For those reasons, our clients (400 or so) are largely on methadone. The only 100% funding for suboxone comes from the department of veteran’s affairs.
Maia, I would advocate for maintaining control over these substances as is- while I agree with Percy, I would also share that the structure of daily attendance at a clinic with mandated counseling is the best shot that our clinic has at providing the most structure possible for our clients. The majority of them need a higher level of care, though will never gain access to it. That being said, we do our best to institute higher structure to try and fill a little bit of that gap.

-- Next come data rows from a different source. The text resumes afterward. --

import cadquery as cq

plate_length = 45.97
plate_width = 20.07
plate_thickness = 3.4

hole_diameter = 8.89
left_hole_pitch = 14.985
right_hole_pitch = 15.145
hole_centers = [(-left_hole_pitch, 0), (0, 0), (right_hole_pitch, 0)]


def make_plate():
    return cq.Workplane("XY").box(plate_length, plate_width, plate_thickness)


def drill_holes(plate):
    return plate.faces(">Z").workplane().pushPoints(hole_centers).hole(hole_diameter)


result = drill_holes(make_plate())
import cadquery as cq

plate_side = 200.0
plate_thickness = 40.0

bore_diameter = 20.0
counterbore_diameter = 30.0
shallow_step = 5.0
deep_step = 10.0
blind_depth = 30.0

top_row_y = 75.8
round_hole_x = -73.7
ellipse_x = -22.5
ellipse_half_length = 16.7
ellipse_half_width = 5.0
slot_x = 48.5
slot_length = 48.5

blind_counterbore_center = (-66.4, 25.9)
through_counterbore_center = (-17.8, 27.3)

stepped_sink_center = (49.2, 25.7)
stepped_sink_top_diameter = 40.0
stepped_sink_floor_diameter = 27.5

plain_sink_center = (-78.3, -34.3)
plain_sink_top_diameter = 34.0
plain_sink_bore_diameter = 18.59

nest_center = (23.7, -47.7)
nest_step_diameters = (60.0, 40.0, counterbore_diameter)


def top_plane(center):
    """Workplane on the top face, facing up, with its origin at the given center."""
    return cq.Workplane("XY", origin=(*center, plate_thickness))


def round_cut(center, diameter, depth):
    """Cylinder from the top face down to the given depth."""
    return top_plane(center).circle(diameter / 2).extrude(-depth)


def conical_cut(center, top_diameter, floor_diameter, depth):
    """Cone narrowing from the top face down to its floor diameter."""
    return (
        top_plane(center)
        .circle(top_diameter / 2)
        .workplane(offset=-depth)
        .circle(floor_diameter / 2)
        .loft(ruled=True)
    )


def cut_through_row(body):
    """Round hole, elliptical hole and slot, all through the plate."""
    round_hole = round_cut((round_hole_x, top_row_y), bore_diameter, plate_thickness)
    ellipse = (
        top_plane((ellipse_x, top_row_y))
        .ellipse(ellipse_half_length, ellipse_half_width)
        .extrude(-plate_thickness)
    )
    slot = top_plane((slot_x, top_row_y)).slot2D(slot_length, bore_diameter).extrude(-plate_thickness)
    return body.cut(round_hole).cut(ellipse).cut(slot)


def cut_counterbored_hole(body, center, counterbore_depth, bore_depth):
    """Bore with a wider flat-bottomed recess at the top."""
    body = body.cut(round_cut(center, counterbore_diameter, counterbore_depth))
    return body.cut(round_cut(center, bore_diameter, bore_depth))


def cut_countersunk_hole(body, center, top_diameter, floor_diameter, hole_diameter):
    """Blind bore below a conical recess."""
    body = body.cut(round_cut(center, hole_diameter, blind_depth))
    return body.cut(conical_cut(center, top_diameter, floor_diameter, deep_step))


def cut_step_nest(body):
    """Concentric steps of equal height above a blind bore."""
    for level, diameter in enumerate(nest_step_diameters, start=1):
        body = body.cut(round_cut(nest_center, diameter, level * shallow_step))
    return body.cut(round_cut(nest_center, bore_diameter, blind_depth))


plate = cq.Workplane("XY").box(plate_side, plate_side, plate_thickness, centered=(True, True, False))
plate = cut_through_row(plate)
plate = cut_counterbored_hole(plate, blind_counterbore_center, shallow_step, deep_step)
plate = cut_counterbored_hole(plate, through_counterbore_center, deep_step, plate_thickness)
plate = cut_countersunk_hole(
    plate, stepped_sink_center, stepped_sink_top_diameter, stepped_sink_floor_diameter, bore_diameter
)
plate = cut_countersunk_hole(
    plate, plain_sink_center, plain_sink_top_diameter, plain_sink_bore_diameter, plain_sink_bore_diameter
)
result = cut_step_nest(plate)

Percy, it is my understanding currently that methadone is responsible, country wide, for 30% of all opiate deaths. I don’t believe we can make any arguments for offering all 3 drugs- or clinics being encouraged to- until we create better access to care and funding for everyone seeking services, be it naloxone, suboxone, or methadone, residential care, or whatever else may be appropriate.
This is the health care system dictating the way that a chronic and deadly condition is being handled- those who can’t afford much are on methadone. The more privileged are on suboxone. The most privileged access the vivitrol shot. Naloxone, simply stated, is prescribed for people after tapers who are moving into aftercare in our outpatient suboxone clinic… Methadone clients will likely never see the benefits of it due to financial hardship. At the risk of sounding dramatic, we are being told- through dollars and cents- how to best save people’s lives.
Maia, I agree that it’s frustrating that the amount of control put on methadone and suboxone clinics is much more than that of opiates. Rather than step down the controls at the level of the clinic, we need to step up the levels of control with regard to opiate prescriptions. For Utah, there is only one place that our pill supply comes from: doctors- we have a higher overdose rate than the majority of the nation and while individuals have to show their ID for a short supply of sleeping pills, no one is scanning ID’s for drugs that kill one person every 24 minutes in the US.
I’ve appreciated reading your respective opinions.
Rebecca Jo Breiman, LSUDC (Substance Use Disorders Counselor)
Informative commentary – I am thankful for the facts – Does someone know where my assistant might get ahold of a sample a form form to edit ?
This is a great blog post. I have been struggling with personal addiction issues for 10 years and have found reaching out online to seek the advice of others has helped me through the good and bad time. I have always had relationship issues because of my addiction and have started to follow the advice of Dr. Robi Ludwig. I saw her on a tv show once and I really appreciated her take on current psychological issues. I have been following her twitter for updates and advice https://twitter.com/drrobiludwig?lang=en
Blocking any receptors in the brain, to me, is not a long term option.This strongly suggests that set and setting are extremely important factors here, at least as important as supply.This remains a conversation about “we think using drugs is immoral and we don’t care if you die to prove our point” and it’s sickening.